The data:
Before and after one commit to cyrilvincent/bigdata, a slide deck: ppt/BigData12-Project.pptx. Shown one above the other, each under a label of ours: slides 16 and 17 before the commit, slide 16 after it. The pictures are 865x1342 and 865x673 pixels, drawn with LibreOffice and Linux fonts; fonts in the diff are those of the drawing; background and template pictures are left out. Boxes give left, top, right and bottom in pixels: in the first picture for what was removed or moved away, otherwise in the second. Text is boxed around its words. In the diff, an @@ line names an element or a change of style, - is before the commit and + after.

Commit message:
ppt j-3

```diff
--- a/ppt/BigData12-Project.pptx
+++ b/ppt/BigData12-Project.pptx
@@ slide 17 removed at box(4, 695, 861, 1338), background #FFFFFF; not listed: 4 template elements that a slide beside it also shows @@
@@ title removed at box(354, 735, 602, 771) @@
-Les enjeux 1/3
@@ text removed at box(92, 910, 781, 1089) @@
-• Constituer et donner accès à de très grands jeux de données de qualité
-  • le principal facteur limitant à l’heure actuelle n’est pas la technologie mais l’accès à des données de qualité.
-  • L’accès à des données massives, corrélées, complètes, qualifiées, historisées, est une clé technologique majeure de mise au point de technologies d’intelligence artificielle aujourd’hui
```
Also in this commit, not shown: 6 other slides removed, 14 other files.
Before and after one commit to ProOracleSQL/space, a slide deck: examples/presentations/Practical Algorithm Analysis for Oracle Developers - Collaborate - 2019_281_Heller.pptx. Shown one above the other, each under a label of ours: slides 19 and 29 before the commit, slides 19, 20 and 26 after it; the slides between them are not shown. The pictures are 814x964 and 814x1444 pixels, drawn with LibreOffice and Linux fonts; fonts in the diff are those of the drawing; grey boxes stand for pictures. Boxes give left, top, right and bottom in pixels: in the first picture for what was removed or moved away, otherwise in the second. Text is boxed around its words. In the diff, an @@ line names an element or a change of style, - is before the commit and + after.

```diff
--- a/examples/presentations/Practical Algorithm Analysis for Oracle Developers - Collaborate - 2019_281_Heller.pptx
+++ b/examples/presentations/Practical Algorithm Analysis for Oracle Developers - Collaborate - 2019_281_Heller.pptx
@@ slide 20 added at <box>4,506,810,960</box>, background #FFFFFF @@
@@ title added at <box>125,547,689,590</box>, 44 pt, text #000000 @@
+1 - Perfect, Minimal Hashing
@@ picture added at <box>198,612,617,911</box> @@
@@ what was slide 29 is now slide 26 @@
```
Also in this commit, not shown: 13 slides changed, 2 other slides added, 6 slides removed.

Task prompt: Using the material above, quote the first line and each line after it, stopping at and including the line that holds "Also in this commit, not shown: 6".

Expected output:
Before and after one commit to cyrilvincent/bigdata, a slide deck: ppt/BigData12-Project.pptx. Shown one above the other, each under a label of ours: slides 16 and 17 before the commit, slide 16 after it. The pictures are 865x1342 and 865x673 pixels, drawn with LibreOffice and Linux fonts; fonts in the diff are those of the drawing; background and template pictures are left out. Boxes give left, top, right and bottom in pixels: in the first picture for what was removed or moved away, otherwise in the second. Text is boxed around its words. In the diff, an @@ line names an element or a change of style, - is before the commit and + after.

Commit message:
ppt j-3

```diff
--- a/ppt/BigData12-Project.pptx
+++ b/ppt/BigData12-Project.pptx
@@ slide 17 removed at box(4, 695, 861, 1338), background #FFFFFF; not listed: 4 template elements that a slide beside it also shows @@
@@ title removed at box(354, 735, 602, 771) @@
-Les enjeux 1/3
@@ text removed at box(92, 910, 781, 1089) @@
-• Constituer et donner accès à de très grands jeux de données de qualité
-  • le principal facteur limitant à l’heure actuelle n’est pas la technologie mais l’accès à des données de qualité.
-  • L’accès à des données massives, corrélées, complètes, qualifiées, historisées, est une clé technologique majeure de mise au point de technologies d’intelligence artificielle aujourd’hui
```
Also in this commit, not shown: 6 other slides removed, 14 other files.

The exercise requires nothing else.